Summary: | D-Bus connections fail | ||
---|---|---|---|
Product: | systemd | Reporter: | rdbirt |
Component: | general | Assignee: | systemd-bugs |
Status: | RESOLVED NOTABUG | QA Contact: | systemd-bugs |
Severity: | normal | ||
Priority: | medium | ||
Version: | unspecified | ||
Hardware: | ARM | ||
OS: | Linux (All) | ||
Whiteboard: | |||
i915 platform: | i915 features: | ||
Attachments: |
boot log of wandboard quad running linux 3.18.3 and systemd-216
output of 'journalctl -b' after the failure has occurred strace before the issue occurs strace after the issue has occurred |
Description
rdbirt
2015-03-05 00:34:58 UTC
This could be a sign that PID 1 crashed (segfault, assertion error, etc). Can you provide the full boot log (journalctl -b)? Created attachment 114032 [details]

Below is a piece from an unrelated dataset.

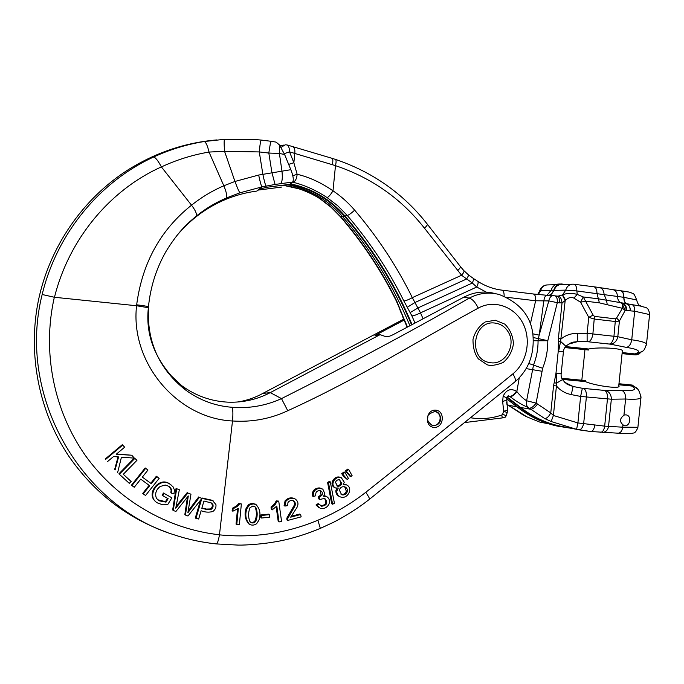 <?xml version="1.0" encoding="UTF-8"?>
<svg xmlns="http://www.w3.org/2000/svg" width="684" height="684" viewBox="0 0 684 684"><rect width="100%" height="100%" fill="white"/><g stroke="black" fill="none" stroke-linecap="round" stroke-linejoin="round"><path stroke-width="1.03" d="M434.862 411.477C429.535 413.401 427.226 415.265 427.936 417.069C426.645 419.472 428.133 422.327 432.408 425.628C440.051 425.576 440.248 420.745 440.581 419.694C440.47 414.974 438.897 412.29 435.879 411.64L434.862 411.477M435.623 410.152C445.472 410.776 443.916 428.09 434.049 427.389C424.148 426.842 425.764 409.374 435.623 410.152M495.293 320.215L504.835 324.156C510.05 329.337 512.923 335.861 513.462 343.719C512.248 351.465 508.81 357.723 503.133 362.511C495.9 365.341 490.565 366.085 487.145 364.752L478.441 358.938C474.773 354.167 472.952 347.686 472.986 339.503C474.961 331.843 479.048 325.994 485.247 321.959L495.293 320.215M279.021 521.926L281.577 521.499L278.73 501.107L277.08 501.381L275.207 504.493L271.813 507.511L272.147 509.922L276.806 506.049L279.021 521.926L278.208 521.413L276.174 506.776M272.147 509.922L271.36 509.435L271.018 507.032L274.404 504.014L276.276 500.91L278.73 501.107M291.016 516.352L299.754 514.035L300.609 514.53L290.683 517.164L296.771 507.802C298.831 504.099 298.215 501.107 294.932 498.824C291.469 497.721 288.468 498.533 285.929 501.269L284.92 506.074L284.091 505.587L285.1 500.799C287.639 498.08 290.632 497.268 294.086 498.362L294.65 498.67M284.92 506.074L287.571 505.673L287.998 502.449C289.46 500.628 291.273 500.089 293.445 500.808L293.641 500.91C295.454 502.304 295.83 504.108 294.77 506.322L287.656 518.652L287.75 520.421L286.921 519.908L286.818 518.139L293.923 505.844C294.898 503.877 294.65 502.167 293.197 500.705M319.043 507.784L315.991 505.006L318.171 503.629L319.069 504.099L316.88 505.476L315.991 505.006M320.625 505.75L320.728 505.784C325.926 505.125 327.14 502.612 324.378 498.251M316.88 505.476L320.368 508.374C324.199 509.058 327.063 507.639 328.97 504.134C330.124 500.85 329.312 498.303 326.55 496.49L323.558 496.251L324.849 493.788L322.857 489.205L320.078 488.325C315.085 488.838 312.827 491.548 313.315 496.447L315.803 495.772C315.324 492.053 316.923 490.377 320.599 490.727C322.378 491.805 322.831 493.301 321.95 495.225L319.206 497.354L319.804 499.474L318.906 499.012L318.308 496.9L321.044 494.771L320.232 490.59M313.315 496.447L312.434 495.994C311.93 491.129 314.178 488.427 319.18 487.889L321.463 488.479M324.019 495.669L325.969 496.199M331.714 503.775L327.585 482.434L329.363 481.442L330.286 481.852L328.5 482.853L332.638 504.245L331.714 503.775M339.803 496.687L339.204 496.396C336.947 495.276 335.818 493.386 335.835 490.744L336.861 488.222M334.587 487.538C328.782 484.717 333.895 475.782 339.452 477.081L340.401 477.355M343.59 484.186L345.882 484.614M216.298 543.917L216.392 543.925C217.435 543.532 218.452 540.505 219.461 534.854C253.918 538.188 286.724 533.315 317.872 520.225C335.297 513.009 351.268 503.698 365.786 492.3C417.428 451.363 466.462 411.879 512.889 373.857C527.15 362.375 531.468 339.7 522.841 323.13C514.274 306.526 494.07 299.301 478.244 308.125C418.625 340.495 359.716 377.91 287.75 410.733C270.342 418.89 251.934 422.302 232.5 420.976L219.47 534.785C167.298 529.023 117.708 500.406 85.611 455.843C53.839 410.904 41.878 352.132 54.327 297.258L42.169 294.496C56.943 233.295 99.727 181.73 153.618 157.012C169.906 149.531 186.741 144.367 204.114 141.545L224.472 139.314M342.65 474.089L347.198 479.424L343.556 476.355L341.709 473.687L344.009 471.943L344.958 472.336L342.65 474.089L341.709 473.687M346.378 471.25L350.901 476.586L349.943 476.192L345.429 470.857L347.72 469.113L348.678 469.498L346.378 471.25L345.429 470.857M248.796 523.833C245.043 519.489 244.137 514.325 246.095 508.349L248.395 504.818L250.19 503.817L253.225 503.501L255.927 504.51M236.767 524.654L239.349 524.782L241.367 503.963L239.691 503.869L237.134 506.528L233.099 508.759L232.859 511.222L238.331 508.426L236.767 524.654L236.048 524.124L237.51 509.024M232.859 511.222L232.15 510.726L232.389 508.263L236.416 506.04L238.972 503.398L241.367 503.963M260.801 517.523L260.638 514.992L268.496 514.163L269.282 514.659L261.408 515.497L261.57 518.036L260.801 517.523M185.321 389.812C199.369 400.131 214.913 405.954 231.953 407.279C249.327 408.639 265.837 405.749 281.483 398.601L270.274 392.625L380.082 334.656L385.802 336.648C387.435 336.93 389.803 336.314 392.898 334.775L464.034 297.087C473.978 291.983 484.195 290.777 494.686 293.47M287.75 410.733L281.483 398.601C350.088 364.144 412.666 330.654 469.215 298.113C478.92 293.077 488.898 291.871 499.132 294.488L499.072 294.479M216.606 139.938C184.979 142.648 155.319 152.703 127.617 170.119C82.918 198.787 49.675 246.65 38.415 300.396C27.445 354.201 38.954 411.683 68.785 456.185C94.05 492.608 126.754 517.968 166.896 532.255M216.23 543.891C201.806 542.412 187.672 539.351 173.83 534.726L173.804 534.717C80.729 506.023 16.553 395.976 42.169 294.496M279.388 153.447L279.508 145.008L276.122 142.127L271.266 141.314C270.659 141.742 269.847 145.658 268.829 153.054L259.279 151.933L224.549 151.301C224.019 143.991 224.027 139.989 224.566 139.305L254.781 139.502L261.194 140.066M136.663 304.816C143.255 305.543 147.188 306.252 148.445 306.945C150.429 286.921 156.303 268.385 166.084 251.327C177.977 232.073 186.364 224.403 196.376 216.016C197.009 213.955 195.402 210.347 191.529 205.191L161.39 166.896C109.85 189.998 68.973 239.143 54.464 297.275L136.561 305.748L136.663 304.816C142.204 263.049 160.492 229.841 191.529 205.191C201.523 197.214 212.288 190.75 223.83 185.783L234.971 181.457L258.672 175.044L290.845 169.692C293.325 176.079 293.906 180.208 292.607 182.055L289.913 184.295L266.512 187.313L259.364 189.212L256.893 191.058C246.368 192.426 236.125 195.137 226.173 199.198L228.14 197.3L226.276 198.078C215.486 202.695 205.457 208.757 196.18 216.272L196.368 216.024C205.619 208.594 215.588 202.609 226.293 198.069L228.097 197.317M281.654 187.065L258.407 190.067M290.845 169.692L284.612 154.516L279.397 153.447L268.829 153.054L271.899 172.453L275.071 184.449L261.938 186.912L239.981 192.811L228.14 197.3M284.612 154.516L279.508 145.008M122.761 445.036L105.644 459.391L105.225 459.007L122.299 444.694L124.659 447.191L116.195 454.296L131.79 455.236L116.571 453.979M107.559 461.546L113.501 456.561L118.588 456.929L115.074 469.951L114.638 469.549L118.05 456.886M115.074 469.951L114.638 469.549M117.588 472.772L121.436 457.16L134.346 458.135L131.79 455.236M344.497 476.757L343.556 476.355M347.198 479.424L348.43 478.484L344.958 472.336M348.216 473.918L347.267 473.516M350.901 476.586L352.106 475.662L348.678 469.498M119.341 474.26L129.302 483.34L131.131 481.468L123.282 474.311L136.954 460.323L134.851 458.391L119.341 474.26L118.888 473.841L134.261 458.126M134.851 458.391L134.303 458.083M131.131 481.468L123.282 474.311M335.519 487.966L338.298 488.043L336.767 491.18C336.742 493.822 337.87 495.712 340.162 496.858L341.376 497.217C348.079 498.739 353.354 487.889 346.54 484.905L343.146 484.853L344.257 482.237L341.35 477.757L340.393 477.492C334.827 476.192 329.688 485.127 335.519 487.966M145.675 468.343L131.961 485.589L131.482 485.144L145.17 467.941L147.966 470.036L145.17 467.941M131.961 485.589L134.261 487.273L140.724 479.142L149.685 485.734L143.247 493.848L142.751 493.386L149.138 485.332M143.247 493.848L145.53 495.515L159.175 478.313L156.371 476.218L156.901 476.637L151.301 483.699L150.779 483.263L156.371 476.218M159.175 478.313L156.901 476.637M151.301 483.699L142.34 477.107L150.779 483.263M142.34 477.107L147.966 470.036M328.5 482.853L327.585 482.434M332.638 504.245L334.425 503.236L330.286 481.852M319.206 497.354L318.308 496.9M319.804 499.474L324.712 498.379C328.209 502.663 327.183 505.288 321.634 506.254L319.069 504.099M164.023 493.48L162.689 495.652L162.142 495.19L163.476 493.019L171.864 497.824L163.476 493.019M162.689 495.652L168.136 498.679L166.015 502.133L165.46 501.654L167.503 498.328M157.602 499.722L165.46 501.654M166.015 502.133L158.979 500.791L156.439 498.311C154.721 493.754 155.969 489.812 160.176 486.469L165.297 485.05L168.649 486.239L170.769 488.085L171.744 490.36L171.402 493.155L170.838 492.702L171.171 489.915L169.256 486.632M171.402 493.155L173.984 493.78L174.446 489.975L173.026 486.743L169.931 484.135C158.705 476.32 145.478 496.499 157.457 502.928L162.595 504.801L167.648 504.698L171.864 497.824M155.584 501.457C145.795 494.036 158.996 476.338 169.367 483.699L170.991 484.819M199.343 497.405L201.848 498.371L199.343 497.405L187.878 512.769L190.973 494.207L187.835 493.002L175.737 508.178L179.353 489.744L176.669 488.718L173.24 510.461L175.916 511.47L188.297 495.951L185.45 515.061L187.955 516.001L201.78 498.602L195.957 518.395L195.342 517.882L200.549 500.141M176.669 488.718L179.353 489.744M173.24 510.461L172.676 509.956L176.087 488.265M187.895 498.499L187.425 497.114M185.45 515.061L184.851 514.548L187.296 498.037M190.733 508.862L190.126 508.374L198.711 496.943M188.416 510.666L190.126 508.374M190.973 494.207L187.835 493.002M176.164 506.365L187.228 492.548M195.957 518.395L198.668 519.019L201.105 510.734C204.986 512.29 208.894 512.555 212.81 511.521C215.212 509.76 216.255 507.451 215.947 504.595L212.681 500.714L201.848 498.371M201.96 497.986L212.023 500.243L213.656 501.21M212.681 500.714L212.023 500.243M287.75 520.421L301.148 516.865L300.609 514.53M287.656 518.652L286.818 518.139M277.08 501.381L276.276 500.91M271.813 507.511L271.018 507.032M246.83 508.836C244.872 514.847 245.778 520.02 249.532 524.363C251.986 525.551 254.345 525.329 256.628 523.713L258.92 520.173C260.955 514.069 259.988 508.862 256.021 504.57L253.482 503.946L250.464 504.476L249.138 505.296L246.83 508.836L246.095 508.349M239.691 503.869L238.972 503.398M233.099 508.759L232.389 508.263M261.408 515.497L260.638 514.992M261.57 518.036L269.453 517.189L269.282 514.659M232.5 420.985C177.609 418.48 130.063 363.213 136.561 305.748L148.462 307.723C146.795 341.564 159.073 368.915 185.278 389.786L181.722 385.673L167.409 372.207M403.757 319.129L262.793 393.428L270.274 392.625C257.099 399.516 243.017 402.696 228.037 402.166C211.134 401.346 195.701 395.848 181.722 385.673M176.19 236.425C189.99 219.684 206.653 207.269 226.173 199.198M271.266 141.314L261.262 140.066C260.621 140.494 259.963 144.444 259.279 151.933L262.853 174.232C264.186 180.756 265.272 184.723 266.11 186.125M239.981 192.811C239.007 191.717 237.331 187.938 234.971 181.457L224.549 151.301L209.022 152.062C192.614 154.849 176.737 159.799 161.398 166.913C158.115 160.766 155.524 157.474 153.618 157.012M231.953 407.279C232.979 409.229 233.167 413.794 232.5 420.976M258.672 175.044C260.014 181.559 261.1 185.518 261.938 186.912L256.893 191.058M320.197 528.441L320.334 528.381C303.354 535.401 287.519 540.009 272.839 542.198C262.972 543.942 246.172 545.259 238.28 545.105L216.392 543.925C202.242 542.506 188.049 539.437 173.804 534.717M226.293 198.069C227.302 196.291 226.481 192.195 223.83 185.783L209.022 152.062C207.474 145.453 205.841 141.939 204.114 141.545M380.082 334.656L374.909 335.801L378.243 333.758L404.176 320.078M262.228 393.736L262.793 393.428C255.141 397.652 246.821 400.516 237.844 401.995M255.816 521.191C254.533 522.935 252.943 523.388 251.045 522.55L249.84 521.422C248.104 516.882 248.172 512.29 250.062 507.639L252.909 506.057L254.67 506.476L255.919 507.631C257.62 512.094 257.586 516.608 255.816 521.191L255.064 520.669C256.825 516.104 256.859 511.598 255.158 507.152L254.414 506.34M250.481 522.131C252.328 522.832 253.849 522.337 255.064 520.669M211.065 509.435L207.072 509.546L201.814 508.323L203.952 501.03L211.612 503.022L212.955 504.621L213.126 506.16L212.502 508.041L211.065 509.435L210.407 508.947L211.843 507.554L212.468 505.681L211.578 503.005M201.908 508.007L206.431 509.058L210.407 508.947M207.072 509.546L206.431 509.058M347.31 491.634C346.215 494.335 344.326 495.378 341.641 494.754L339.298 490.009C340.401 487.273 342.316 486.239 345.027 486.914C346.891 487.88 347.652 489.453 347.31 491.634L346.352 491.197L344.651 486.777M341.803 483.562C341.059 485.478 339.7 486.367 337.725 486.23L335.451 482.391C336.186 480.476 337.537 479.595 339.503 479.766L341.803 483.562L340.863 483.143L339.64 479.792M341.059 494.446C343.616 494.797 345.377 493.711 346.352 491.197M337.725 486.23L336.793 485.802C338.76 485.948 340.11 485.059 340.863 483.143M508.041 331.654C516.924 344.984 504.869 365.803 489.992 362.597C467.531 359.904 472.789 319.513 495.139 323.104C500.611 323.857 504.912 326.704 508.041 331.654M624.501 414.906C619.319 418.497 619.182 422.079 624.073 425.653C630.007 427.184 632.23 415.838 626.185 414.889L624.501 414.906M571.756 428.381L558.623 426.329C544.806 423.131 532.007 416.983 520.233 407.886L506.793 397.413M507.049 396.942L520.515 407.442C532.263 416.513 545.028 422.644 558.811 425.824L564.394 426.927M466.266 421.147L465.522 422.464L502.244 417.933L505.613 416.932M561.795 426.414L560.29 426.149M506.476 398.644L517.771 407.442C529.51 416.505 542.267 422.627 556.041 425.816L560.102 426.654M464.829 422.31L465.522 422.464M290.478 183.825C312.161 188.468 330.329 199.189 344.975 215.99C373.37 249.284 395.737 285.493 412.059 324.626M550.269 295.505L554.194 290.367L565.711 290.136L576.851 290.948L577.236 294.428L583.238 296.959L585.589 301.182L580.571 302.217L583.272 296.993M571.978 284.211L561.436 284.518C557.845 284.587 555.425 286.536 554.194 290.367M549.072 295.428L552.005 293.504L553.732 290.221C555.049 286.134 557.622 284.057 561.453 283.98L565.01 284.416M411.588 324.874C395.284 285.792 372.942 249.626 344.582 216.375C329.885 199.523 311.639 188.835 289.854 184.304M486.281 292.119L476.731 287.015L472.328 283.031L461.58 275.259L424.465 228.182C401.217 198.642 371.557 177.797 335.485 165.648L289.537 151.857L293.863 162.732L297.147 174.275C309.236 177.122 321.189 182.637 332.997 190.81C341.077 196.274 348.301 202.72 354.663 210.159C377.773 237.331 396.994 266.495 412.315 297.634L420.506 312.862C416.727 314.734 413.863 315.752 411.905 315.897L403.868 300.994C388.82 270.539 369.958 242.042 347.292 215.503L337.828 205.858L327.157 197.599C315.692 190.075 304.226 184.945 292.778 182.201L292.367 182.252M287.194 184.646C309.322 188.989 327.841 199.694 342.752 216.76C371.25 250.147 393.642 286.476 409.921 325.755M283.629 185.107L283.475 185.347C297.164 187.194 309.681 191.828 321.018 199.249L331.543 207.372L340.888 216.862C363.247 242.974 381.869 271.035 396.729 301.02L402.619 315.64L400.687 311.87M560.316 284.014L558.845 284.057C555.032 284.134 552.467 286.211 551.15 290.272L546.986 295.291M641.045 396.874L640.942 397.883C639.574 399.191 634.461 399.567 625.604 399.011L611.351 399.208L580.63 396.429L582.341 388.29L604.759 390.444L622.089 390.538C634.436 391.103 637.599 389.589 631.597 385.998L618.849 384.784M561.786 378.337L585.41 380.595L585.307 381.587C594.55 385.562 618.131 388.957 619.08 386.469L618.781 385.434M585.41 380.595L561.761 378.269M585.307 381.587L562.308 379.398M564.813 347.575L588.556 350.003L564.864 347.489M588.556 350.003L588.659 349.002L565.565 346.557M622.183 352.568L635.205 353.944L638.095 353.363M641.301 351.892L638.95 354.055L636.052 354.945L622.081 353.551M629.374 384.741L618.96 383.741M618.952 383.801L632.332 385.092L637.3 388.965M622.072 353.637L635.051 354.919M649.586 314.572L634.684 311.229L625.193 310.408L619.422 321.053L615.463 321.523L594.413 319.077L588.762 317.342L593.131 315.102L594.456 316.384L615.506 318.855L616.575 317.992L619.422 321.053L617.806 336.708L631.734 339.786C640.532 341.017 645.465 342.428 646.525 344.018C643.413 352.944 643.764 350.225 636.573 353.85L635.205 353.944M649.629 314.187L646.389 345.104M590.506 431.476L576.586 429.338L551.167 421.532L544.635 418.505L529.236 408.211C531.391 408.211 533.682 406.501 536.111 403.09L550.765 412.939L553.407 415.479L577.903 422.934L604.665 426.141L607.469 398.96C607.743 394.625 606.845 391.787 604.759 390.444M562.334 294.949L562.599 294.821C567.027 293.026 571.901 292.889 577.236 294.428L573.885 298.104C571.037 296.865 568.276 297.566 565.617 300.208L562.034 302.952C561.564 298.788 560.316 296.505 558.264 296.112L562.334 294.949L565.198 300.43L560.589 341.419L565.856 346.232C569.379 343.436 572.081 342.043 573.953 342.06L577.681 341.607L568.361 344.214M562.445 379.62C565.565 383.134 567.532 384.844 568.327 384.75L573.072 386.486L571.32 394.608C565.087 393.3 560.128 390.402 556.443 385.921L553.561 385.639L554.237 382.493L556.306 383.271L562.453 379.629C561.29 377.388 560.871 375.396 561.188 373.644L556.366 373.199L556.443 385.921L553.407 415.479L551.167 421.532M622.252 351.901L622.756 350.918C622.337 348.216 598.534 346.873 588.659 349.002M636.667 353.833L638.215 353.32M427.286 224.121L427.389 224.258C403.415 193.675 372.754 172.052 335.425 159.389C336.289 159.962 336.314 162.048 335.485 165.648L332.997 190.81C330.671 194.598 328.73 196.864 327.157 197.599M292.803 175.72L297.147 174.275C296.736 178.909 295.283 181.551 292.778 182.201L292.513 182.132M565.848 346.241C564.309 348.036 563.505 349.909 563.419 351.858L558.614 351.311L560.589 341.419L558.409 341.769L558.383 338.554L561.265 338.845C565.788 335.177 571.243 333.313 577.621 333.262L587.12 333.305L617.806 336.708C616.865 341.025 614.429 343.522 610.513 344.189L587.137 341.658L587.12 333.305L588.762 317.342L580.554 302.208L583.238 296.959L598.209 298.797L641.293 306.227M577.621 333.262L577.681 341.607L587.137 341.658M600.509 432.271L600.774 432.288C602.801 431.972 604.1 429.92 604.665 426.141L608.538 426.388L611.351 399.208C611.308 394.805 609.435 391.889 605.733 390.47M552.817 295.659L546.815 295.274C545.422 295.368 544.421 297.266 543.806 300.969L539.197 335.1L548.807 300.909L535.632 300.763L506.682 297.284M506.647 397.78L503.133 396.224C506.254 389.726 510.7 388.067 516.471 391.248L516.83 391.522C520.25 395.822 523.525 398.909 526.646 400.773L536.111 403.09L542.634 368.274C546.123 359.459 547.841 350.276 547.798 340.726L538.334 338.563L538.069 340.777L547.798 340.726L557.306 302.644L548.807 300.909C549.611 297.437 551.048 295.693 553.117 295.668M532.845 333.835L539.197 335.1L538.334 338.563L533.289 337.588M616.575 317.992L622.397 308.304L622.483 303.388C625.296 304.235 626.647 306.543 626.527 310.322M288.657 164.382L293.863 162.732L294.804 153.173C295.163 149.454 294.325 147.163 292.282 146.316M281.098 147.402L285.16 144.811L286.947 144.931C288.571 145.53 289.435 147.838 289.537 151.857L284.236 153.635M636.539 299.917L623.928 297.335L576.851 290.948C576.774 286.87 575.723 284.629 573.688 284.219L573.055 284.176C569.413 284.245 566.959 286.237 565.711 290.136L562.599 294.821L565.617 300.208M463.812 270.59L468.737 275.113M463.957 270.761C464.265 271.608 463.47 273.104 461.58 275.259L412.315 297.634C408.613 299.669 405.792 300.789 403.868 300.994M407.236 307.296L415.051 302.482L466.642 278.961L468.779 275.156L473.926 278.833M410.229 312.554L418.104 307.86L472.328 283.031L473.969 278.867L477.552 281.201M558.383 338.554L562.034 302.952L557.306 302.644C557.537 298.592 556.699 296.317 554.792 295.821M423.08 318.787L420.506 312.862L476.731 287.015C478.184 284.117 478.501 282.21 477.68 281.286M546.815 295.274L533.229 293.975C535.068 294.462 535.863 296.719 535.632 300.763L530.331 324.002M470.455 417.744C481.117 419.446 491.565 418.531 501.825 415.008L502.654 414.145L506.109 415.769L507.229 412.606L503.672 411.238L502.654 401.499L503.133 396.224M507.485 410.203L503.672 411.238L502.654 414.145M590.6 431.493L578.869 429.826C581.032 429.774 582.614 427.748 583.64 423.738L586.385 397.053C586.667 392.693 585.786 389.846 583.76 388.495M578.869 429.826L576.586 429.338L577.903 422.934L580.63 396.429L571.32 394.608M519.276 377.816L516.83 391.522C514.411 394.916 512.154 396.634 510.067 396.669L508.357 395.916M533.443 340.735L538.069 340.777C538.111 349.156 536.607 357.21 533.537 364.931L526.398 401.867L526.492 404.996L527.757 407.313C522.26 405.013 516.36 401.465 510.067 396.669M553.561 385.639L550.765 412.939C548.824 416.65 546.79 418.505 544.635 418.505M599.74 287.605L612.65 289.614C615.574 290.187 617.182 292.47 617.481 296.454C617.729 300.216 619.217 302.499 621.961 303.303L622.637 303.585C624.988 304.782 626.142 307.022 626.099 310.288M594.003 286.801L599.295 287.536C602.211 288.109 603.81 290.409 604.109 294.436L606.537 300.327L607.264 304.731L599.389 302.858L585.589 301.182L593.131 315.102M622.867 305.252L625.193 310.408L622.397 308.304L607.264 304.731M280.269 146.085L283.886 145.042M506.861 404.201L526.86 416.847L539.625 422.045L548.824 423.858M539.676 422.054L544.789 423.063M282.825 185.21L298.557 188.741C302.593 189.827 313.845 194.418 320.582 199.198L321.018 199.249M537.684 294.479L539.719 290.82L551.107 290.435M396.729 301.02L396.207 300.755C381.373 270.864 362.811 242.888 340.504 216.845M399.43 307.219L398.627 306.201M401.303 312.374L400.516 311.34M525.705 416.282L526.86 416.847M522.123 414.23L507.981 405.108M435.469 411.554C439.752 413.452 441.094 416.804 439.47 421.626C437.794 424.653 435.366 425.97 432.177 425.559M478.244 308.125C475.466 302.405 472.456 299.07 469.215 298.113L464.034 297.087M292.607 182.055L275.071 184.449M280.671 183.56C282.295 181.756 282.714 177.532 281.928 170.88L279.397 153.447M336.767 491.18L335.835 490.744M346.54 484.905L345.582 484.486M340.393 477.492L339.452 477.081M320.078 488.325L319.18 487.889M321.95 495.225L321.044 494.771M321.634 506.254L320.728 505.784M170.769 488.085L170.205 487.641M171.744 490.36L171.171 489.915M285.929 501.269L285.1 500.799M294.77 506.322L293.923 505.844M275.207 504.493L274.404 504.014M255.919 504.518L255.158 504.04M249.138 505.296L248.395 504.818M237.134 506.528L236.416 506.04M514.479 382.185L515.086 381.706C515.89 380.21 515.155 377.594 512.889 373.857M369.249 499.448L369.497 499.26C369.582 498.337 368.343 496.011 365.786 492.3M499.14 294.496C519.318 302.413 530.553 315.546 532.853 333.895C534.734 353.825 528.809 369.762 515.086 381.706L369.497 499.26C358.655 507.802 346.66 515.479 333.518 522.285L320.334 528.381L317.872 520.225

boot log of wandboard quad running linux 3.18.3 and systemd-216
This seems to have something to do with the time of day. The board has no battery so on each reset the time goes back to 'Wed Dec 31 1969'. Setting the time after reset, either manually using 'date' or over the network using 'rdate', causes something to fail about 14 minutes later. If the current time is not set immediately on reset the problem does not occur. Is the bootlog in #c2 from a failed boot? It doesn't fail at boot time. It fails about 14 minutes after boot if I set the time of day right after booting is complete. If I don't set the time of day the failure does not occur. So boot logs always look the same. Can you provide a log from boot all the way until after the failure? yes, i can, but there is nothing in the system log after the failure occurs. Created attachment 114331 [details]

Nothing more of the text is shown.